02.12.2009 RICERCA: l’ingresso nella pubertà inizia nel sonno
Da: Ricerca
L`ingresso nella pubertà `inizia nel sonno`: infatti nei bambini intorno agli 11-12 anni si verificano cambiamenti nell`orario in cui si va a dormire, nonchè nella durata del sonno che precedono i cambiamenti fisici associati all`esordio della pubertà; è come se il sonno che cambia fosse un segnale precoce che avverte che il bambino sta entrando nel `tempo delle mele`. Lo rivela uno studio condotto da Avi Sadeh, dell`università di Tel Aviv in Israele pubblicato sulla rivista Sleep.
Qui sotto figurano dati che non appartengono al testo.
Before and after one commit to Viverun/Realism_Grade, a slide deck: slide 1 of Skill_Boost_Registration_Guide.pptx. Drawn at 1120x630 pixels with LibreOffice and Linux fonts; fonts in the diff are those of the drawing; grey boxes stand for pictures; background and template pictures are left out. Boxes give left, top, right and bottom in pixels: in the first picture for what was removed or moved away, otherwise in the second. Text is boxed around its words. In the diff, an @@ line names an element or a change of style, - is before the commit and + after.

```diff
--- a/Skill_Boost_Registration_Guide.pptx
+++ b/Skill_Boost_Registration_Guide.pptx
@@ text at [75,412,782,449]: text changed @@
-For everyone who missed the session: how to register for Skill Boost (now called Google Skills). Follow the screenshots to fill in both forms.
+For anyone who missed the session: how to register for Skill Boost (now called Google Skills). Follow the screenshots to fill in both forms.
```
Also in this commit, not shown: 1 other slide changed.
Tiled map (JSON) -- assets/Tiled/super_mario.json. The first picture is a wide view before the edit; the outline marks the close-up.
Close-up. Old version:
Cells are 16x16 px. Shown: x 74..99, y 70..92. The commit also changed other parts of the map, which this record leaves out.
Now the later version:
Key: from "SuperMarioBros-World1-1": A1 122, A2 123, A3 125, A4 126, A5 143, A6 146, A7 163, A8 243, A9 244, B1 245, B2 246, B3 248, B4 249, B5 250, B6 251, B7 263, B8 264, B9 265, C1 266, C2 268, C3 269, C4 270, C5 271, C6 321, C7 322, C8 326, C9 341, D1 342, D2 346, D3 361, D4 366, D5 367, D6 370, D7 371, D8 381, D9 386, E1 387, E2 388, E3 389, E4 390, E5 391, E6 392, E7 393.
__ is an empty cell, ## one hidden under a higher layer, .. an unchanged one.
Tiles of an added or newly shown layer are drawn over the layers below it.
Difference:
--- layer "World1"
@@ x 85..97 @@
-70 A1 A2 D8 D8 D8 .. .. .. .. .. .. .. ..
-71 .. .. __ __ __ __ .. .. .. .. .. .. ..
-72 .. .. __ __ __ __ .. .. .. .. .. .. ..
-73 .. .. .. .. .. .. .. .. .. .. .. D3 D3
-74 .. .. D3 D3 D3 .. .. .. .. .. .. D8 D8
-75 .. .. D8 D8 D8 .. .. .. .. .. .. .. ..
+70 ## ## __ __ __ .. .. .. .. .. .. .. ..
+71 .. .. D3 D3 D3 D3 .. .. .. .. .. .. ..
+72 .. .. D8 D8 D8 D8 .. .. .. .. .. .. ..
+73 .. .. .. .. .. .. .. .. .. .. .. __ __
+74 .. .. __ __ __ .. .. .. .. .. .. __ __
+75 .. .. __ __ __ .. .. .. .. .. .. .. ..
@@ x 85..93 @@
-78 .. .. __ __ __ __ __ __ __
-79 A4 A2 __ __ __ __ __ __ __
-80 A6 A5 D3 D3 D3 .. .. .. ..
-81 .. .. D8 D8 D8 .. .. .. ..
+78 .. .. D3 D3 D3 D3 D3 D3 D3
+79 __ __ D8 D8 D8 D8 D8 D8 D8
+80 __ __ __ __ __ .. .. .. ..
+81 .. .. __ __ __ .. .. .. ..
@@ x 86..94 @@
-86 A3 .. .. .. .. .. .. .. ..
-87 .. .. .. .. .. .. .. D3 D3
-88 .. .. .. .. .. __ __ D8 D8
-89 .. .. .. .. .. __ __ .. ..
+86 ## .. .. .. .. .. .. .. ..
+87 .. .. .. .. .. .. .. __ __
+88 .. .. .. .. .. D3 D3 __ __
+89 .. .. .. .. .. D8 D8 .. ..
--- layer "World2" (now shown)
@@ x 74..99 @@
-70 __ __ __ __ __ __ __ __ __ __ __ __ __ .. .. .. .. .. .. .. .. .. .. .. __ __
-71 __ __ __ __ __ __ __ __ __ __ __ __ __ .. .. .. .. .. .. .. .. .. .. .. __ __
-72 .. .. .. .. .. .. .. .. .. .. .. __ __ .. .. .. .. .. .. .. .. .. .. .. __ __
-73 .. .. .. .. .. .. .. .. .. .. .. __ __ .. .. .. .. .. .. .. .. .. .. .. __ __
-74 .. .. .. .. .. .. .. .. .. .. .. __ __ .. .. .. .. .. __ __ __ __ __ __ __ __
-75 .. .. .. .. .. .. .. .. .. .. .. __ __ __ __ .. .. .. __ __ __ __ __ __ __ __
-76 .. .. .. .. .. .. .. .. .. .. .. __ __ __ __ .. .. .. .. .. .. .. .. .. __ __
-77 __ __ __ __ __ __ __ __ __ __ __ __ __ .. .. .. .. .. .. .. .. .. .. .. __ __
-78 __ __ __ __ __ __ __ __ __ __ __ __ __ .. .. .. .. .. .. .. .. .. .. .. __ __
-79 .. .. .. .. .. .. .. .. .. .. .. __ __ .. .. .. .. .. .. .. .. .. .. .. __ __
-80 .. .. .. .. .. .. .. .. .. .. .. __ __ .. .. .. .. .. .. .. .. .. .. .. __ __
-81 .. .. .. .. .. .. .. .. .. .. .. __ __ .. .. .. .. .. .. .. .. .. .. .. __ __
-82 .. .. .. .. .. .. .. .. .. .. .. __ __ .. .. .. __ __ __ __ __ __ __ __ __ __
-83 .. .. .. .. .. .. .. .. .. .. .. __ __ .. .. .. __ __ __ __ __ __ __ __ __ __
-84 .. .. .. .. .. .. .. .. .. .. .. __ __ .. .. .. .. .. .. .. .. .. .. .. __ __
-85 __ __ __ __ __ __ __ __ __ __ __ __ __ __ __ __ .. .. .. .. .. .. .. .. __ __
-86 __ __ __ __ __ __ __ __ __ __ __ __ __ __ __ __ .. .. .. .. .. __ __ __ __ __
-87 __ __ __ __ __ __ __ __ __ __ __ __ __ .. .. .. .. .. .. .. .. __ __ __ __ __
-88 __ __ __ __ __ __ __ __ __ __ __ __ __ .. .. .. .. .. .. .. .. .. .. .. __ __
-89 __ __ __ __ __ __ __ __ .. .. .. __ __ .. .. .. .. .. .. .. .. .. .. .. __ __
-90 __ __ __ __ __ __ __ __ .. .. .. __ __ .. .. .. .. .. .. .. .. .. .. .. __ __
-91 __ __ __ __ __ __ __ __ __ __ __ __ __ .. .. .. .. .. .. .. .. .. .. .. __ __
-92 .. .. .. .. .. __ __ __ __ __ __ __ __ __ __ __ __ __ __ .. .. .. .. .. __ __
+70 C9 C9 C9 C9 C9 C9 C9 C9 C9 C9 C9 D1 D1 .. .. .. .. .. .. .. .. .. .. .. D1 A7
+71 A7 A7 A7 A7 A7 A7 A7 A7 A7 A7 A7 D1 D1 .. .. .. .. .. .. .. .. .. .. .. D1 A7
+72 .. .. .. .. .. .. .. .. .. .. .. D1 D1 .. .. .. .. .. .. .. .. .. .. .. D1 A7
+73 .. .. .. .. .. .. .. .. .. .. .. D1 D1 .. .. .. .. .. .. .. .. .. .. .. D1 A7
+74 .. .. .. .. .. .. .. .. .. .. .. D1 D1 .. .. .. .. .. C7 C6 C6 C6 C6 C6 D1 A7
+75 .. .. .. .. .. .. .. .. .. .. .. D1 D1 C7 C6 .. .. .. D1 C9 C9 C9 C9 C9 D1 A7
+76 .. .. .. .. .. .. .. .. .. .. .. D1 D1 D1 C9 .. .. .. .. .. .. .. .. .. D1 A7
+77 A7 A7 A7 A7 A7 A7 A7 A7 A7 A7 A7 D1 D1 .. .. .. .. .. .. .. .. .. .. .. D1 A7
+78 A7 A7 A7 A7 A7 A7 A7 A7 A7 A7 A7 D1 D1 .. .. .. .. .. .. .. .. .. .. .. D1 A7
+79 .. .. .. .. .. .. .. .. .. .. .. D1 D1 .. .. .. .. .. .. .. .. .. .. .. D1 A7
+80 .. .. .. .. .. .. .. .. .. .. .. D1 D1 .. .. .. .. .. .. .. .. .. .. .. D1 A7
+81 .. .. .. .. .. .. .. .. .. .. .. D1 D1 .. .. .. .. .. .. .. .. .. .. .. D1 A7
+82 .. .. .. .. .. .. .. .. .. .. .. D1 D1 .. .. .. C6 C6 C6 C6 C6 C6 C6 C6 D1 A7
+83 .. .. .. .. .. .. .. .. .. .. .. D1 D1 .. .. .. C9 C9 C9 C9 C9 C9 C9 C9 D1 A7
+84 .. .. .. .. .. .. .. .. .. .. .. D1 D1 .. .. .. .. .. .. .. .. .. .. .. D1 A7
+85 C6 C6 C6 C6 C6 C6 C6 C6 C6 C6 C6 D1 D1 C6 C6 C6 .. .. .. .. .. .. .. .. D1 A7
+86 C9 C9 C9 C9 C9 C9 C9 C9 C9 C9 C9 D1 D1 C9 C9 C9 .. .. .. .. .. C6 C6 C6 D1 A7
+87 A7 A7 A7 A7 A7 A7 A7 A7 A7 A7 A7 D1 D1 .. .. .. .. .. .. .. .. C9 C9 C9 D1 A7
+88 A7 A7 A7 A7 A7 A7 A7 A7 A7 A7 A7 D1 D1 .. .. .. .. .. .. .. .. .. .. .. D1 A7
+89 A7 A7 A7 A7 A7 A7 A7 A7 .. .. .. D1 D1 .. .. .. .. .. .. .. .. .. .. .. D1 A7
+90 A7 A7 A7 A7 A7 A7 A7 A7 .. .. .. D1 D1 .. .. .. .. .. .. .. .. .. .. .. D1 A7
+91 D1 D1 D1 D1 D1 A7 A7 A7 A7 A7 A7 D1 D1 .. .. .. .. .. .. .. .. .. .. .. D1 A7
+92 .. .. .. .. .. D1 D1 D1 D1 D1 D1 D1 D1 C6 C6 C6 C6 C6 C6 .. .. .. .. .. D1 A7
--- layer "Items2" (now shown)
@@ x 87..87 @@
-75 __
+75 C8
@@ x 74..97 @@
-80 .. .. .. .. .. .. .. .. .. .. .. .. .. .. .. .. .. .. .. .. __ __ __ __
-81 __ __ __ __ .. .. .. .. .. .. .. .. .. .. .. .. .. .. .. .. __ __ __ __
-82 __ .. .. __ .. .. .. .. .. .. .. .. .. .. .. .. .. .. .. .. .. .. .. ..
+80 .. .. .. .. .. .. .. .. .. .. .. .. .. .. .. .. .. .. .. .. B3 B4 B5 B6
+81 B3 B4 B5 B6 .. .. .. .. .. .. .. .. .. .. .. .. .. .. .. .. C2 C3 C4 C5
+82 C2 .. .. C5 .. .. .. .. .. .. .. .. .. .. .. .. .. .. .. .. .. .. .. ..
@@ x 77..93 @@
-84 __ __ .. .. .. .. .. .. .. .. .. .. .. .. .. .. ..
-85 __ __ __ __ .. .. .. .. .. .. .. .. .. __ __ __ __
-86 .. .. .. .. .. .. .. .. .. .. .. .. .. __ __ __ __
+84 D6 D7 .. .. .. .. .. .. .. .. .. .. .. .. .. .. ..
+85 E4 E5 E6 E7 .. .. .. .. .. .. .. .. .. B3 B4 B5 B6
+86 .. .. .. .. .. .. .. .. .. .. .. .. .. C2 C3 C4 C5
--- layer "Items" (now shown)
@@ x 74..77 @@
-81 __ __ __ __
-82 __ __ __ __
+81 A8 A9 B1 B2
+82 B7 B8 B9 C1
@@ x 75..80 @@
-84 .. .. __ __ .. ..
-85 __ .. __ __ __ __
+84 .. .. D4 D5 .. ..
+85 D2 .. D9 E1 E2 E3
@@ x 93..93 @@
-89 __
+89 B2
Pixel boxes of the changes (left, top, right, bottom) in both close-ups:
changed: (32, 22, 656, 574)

Gli esperti hanno tenuto sotto osservazione per due anni un gruppo di bambini di 10-11 anni, in tutto 94 (41 maschi e 53 femmine). E` emerso che i ritmi sonno/veglia vanno incontro a una significativa riorganizzazione prima dell`adolescenza; i principali cambiamenti sono uno spostamento in avanti del sonno di circa 50 minuti (ovvero si va a letto 50 minuti più tardi ma si tende anche a svegliarsi più tardi) e un tempo del sonno significativamente ridotto di 37 minuti in media. Si riscontrano anche ritmi irregolari del sonno, con la maggiore facilità del bambino che sta per divenire adolescente a dormire poco senza risentirne troppo. Secondo gli psicologi i risultati suggeriscono che i cambiamenti neurocomportamentali associati alla pubertà potrebbero essere riconosciuti più precocemente in cambiamenti dell`organizzazione del sonno che non nelle trasformazioni del corpo tipiche della pubertà.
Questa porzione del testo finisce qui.